§ **PROBLEM REQUIREMENTS**
The answer must consist of every line below containing "parent".

§ **LISTED ENTRIES**
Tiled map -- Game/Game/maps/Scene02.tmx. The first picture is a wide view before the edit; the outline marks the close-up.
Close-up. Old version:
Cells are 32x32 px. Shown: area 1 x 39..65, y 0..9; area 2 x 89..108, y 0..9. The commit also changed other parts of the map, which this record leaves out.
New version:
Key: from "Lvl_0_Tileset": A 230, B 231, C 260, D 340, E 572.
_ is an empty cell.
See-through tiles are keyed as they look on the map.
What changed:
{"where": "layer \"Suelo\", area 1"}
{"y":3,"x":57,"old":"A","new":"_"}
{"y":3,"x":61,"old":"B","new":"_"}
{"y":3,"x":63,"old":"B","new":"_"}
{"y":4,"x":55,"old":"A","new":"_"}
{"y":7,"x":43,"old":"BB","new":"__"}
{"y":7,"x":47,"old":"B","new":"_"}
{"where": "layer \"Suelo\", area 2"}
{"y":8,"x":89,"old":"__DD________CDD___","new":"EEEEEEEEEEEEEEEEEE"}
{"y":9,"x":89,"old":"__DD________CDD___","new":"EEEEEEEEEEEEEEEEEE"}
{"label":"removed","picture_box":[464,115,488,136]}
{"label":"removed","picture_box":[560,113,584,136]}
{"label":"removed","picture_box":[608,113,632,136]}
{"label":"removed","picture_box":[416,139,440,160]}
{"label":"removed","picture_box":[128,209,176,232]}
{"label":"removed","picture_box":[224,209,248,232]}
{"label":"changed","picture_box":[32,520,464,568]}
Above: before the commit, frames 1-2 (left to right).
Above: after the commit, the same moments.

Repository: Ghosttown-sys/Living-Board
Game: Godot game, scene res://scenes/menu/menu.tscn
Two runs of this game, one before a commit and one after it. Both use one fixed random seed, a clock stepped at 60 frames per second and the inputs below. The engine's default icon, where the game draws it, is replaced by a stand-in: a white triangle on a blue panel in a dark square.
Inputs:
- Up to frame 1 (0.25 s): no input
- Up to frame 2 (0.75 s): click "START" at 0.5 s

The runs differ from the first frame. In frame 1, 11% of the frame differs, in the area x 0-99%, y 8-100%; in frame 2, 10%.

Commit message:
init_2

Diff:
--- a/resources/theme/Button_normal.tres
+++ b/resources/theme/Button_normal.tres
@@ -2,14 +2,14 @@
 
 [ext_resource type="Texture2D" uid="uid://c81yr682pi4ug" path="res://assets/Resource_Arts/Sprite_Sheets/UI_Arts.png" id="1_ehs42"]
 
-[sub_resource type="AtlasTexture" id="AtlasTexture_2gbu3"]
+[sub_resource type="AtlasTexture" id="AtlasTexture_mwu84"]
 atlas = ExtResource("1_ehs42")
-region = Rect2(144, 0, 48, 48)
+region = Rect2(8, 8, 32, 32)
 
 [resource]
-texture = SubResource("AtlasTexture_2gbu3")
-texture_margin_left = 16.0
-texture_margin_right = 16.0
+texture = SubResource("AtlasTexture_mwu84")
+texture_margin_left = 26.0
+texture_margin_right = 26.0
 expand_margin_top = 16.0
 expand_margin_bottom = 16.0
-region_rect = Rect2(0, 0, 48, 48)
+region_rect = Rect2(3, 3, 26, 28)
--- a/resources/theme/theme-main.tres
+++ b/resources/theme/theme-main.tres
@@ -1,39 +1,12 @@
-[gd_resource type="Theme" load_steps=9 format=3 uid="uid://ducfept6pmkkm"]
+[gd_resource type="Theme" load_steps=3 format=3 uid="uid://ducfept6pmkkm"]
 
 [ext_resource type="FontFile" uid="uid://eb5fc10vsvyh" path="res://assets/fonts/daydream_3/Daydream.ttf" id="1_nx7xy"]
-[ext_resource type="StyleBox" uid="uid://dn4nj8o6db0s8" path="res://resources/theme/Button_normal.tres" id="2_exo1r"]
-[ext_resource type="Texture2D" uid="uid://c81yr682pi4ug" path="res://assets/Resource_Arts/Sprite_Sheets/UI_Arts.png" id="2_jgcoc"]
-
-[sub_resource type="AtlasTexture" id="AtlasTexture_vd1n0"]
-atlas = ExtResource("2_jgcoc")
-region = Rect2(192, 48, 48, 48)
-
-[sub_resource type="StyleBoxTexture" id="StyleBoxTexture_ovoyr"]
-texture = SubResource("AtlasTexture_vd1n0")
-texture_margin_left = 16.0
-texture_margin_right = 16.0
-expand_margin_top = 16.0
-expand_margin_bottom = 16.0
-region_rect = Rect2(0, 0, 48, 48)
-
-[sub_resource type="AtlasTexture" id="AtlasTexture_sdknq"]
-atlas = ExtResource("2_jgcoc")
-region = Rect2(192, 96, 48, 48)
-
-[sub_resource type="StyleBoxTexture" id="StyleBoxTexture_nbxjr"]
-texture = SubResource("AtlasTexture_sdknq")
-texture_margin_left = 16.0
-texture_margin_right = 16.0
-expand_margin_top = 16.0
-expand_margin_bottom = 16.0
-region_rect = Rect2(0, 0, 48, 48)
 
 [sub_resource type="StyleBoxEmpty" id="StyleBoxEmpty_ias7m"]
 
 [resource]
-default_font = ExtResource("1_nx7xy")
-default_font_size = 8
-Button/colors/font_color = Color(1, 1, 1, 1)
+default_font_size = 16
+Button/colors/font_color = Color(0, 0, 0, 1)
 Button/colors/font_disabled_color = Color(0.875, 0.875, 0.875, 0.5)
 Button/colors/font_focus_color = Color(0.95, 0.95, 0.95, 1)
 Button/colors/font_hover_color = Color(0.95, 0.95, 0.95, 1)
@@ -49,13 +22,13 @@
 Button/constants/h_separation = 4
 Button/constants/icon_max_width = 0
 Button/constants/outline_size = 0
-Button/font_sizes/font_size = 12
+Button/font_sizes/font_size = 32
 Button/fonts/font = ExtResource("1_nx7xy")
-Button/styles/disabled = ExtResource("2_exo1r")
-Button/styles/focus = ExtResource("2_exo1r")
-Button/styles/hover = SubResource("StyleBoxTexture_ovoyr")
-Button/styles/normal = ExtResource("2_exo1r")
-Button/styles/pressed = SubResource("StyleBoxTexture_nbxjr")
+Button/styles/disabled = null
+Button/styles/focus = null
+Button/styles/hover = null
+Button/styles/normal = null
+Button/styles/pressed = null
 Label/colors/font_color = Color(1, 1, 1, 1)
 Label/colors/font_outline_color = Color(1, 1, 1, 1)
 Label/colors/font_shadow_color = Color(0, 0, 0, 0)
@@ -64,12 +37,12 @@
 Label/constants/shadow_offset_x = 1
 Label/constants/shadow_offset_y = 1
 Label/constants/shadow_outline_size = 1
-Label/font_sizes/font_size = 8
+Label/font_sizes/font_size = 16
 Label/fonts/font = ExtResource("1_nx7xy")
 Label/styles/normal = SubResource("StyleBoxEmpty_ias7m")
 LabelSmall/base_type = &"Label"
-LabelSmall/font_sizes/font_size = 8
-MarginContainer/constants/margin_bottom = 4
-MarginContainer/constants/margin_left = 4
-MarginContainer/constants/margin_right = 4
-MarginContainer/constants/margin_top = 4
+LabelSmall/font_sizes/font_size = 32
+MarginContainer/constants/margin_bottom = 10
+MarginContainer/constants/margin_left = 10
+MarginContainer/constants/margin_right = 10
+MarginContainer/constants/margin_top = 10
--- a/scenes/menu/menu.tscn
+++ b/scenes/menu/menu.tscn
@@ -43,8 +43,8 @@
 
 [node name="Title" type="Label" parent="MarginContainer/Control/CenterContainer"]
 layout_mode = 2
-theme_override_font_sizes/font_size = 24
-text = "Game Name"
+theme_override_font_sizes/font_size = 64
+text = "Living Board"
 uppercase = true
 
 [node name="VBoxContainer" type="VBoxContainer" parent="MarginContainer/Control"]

§ **ANSWER**
 [node name="Title" type="Label" parent="MarginContainer/Control/CenterContainer"]
 [node name="VBoxContainer" type="VBoxContainer" parent="MarginContainer/Control"]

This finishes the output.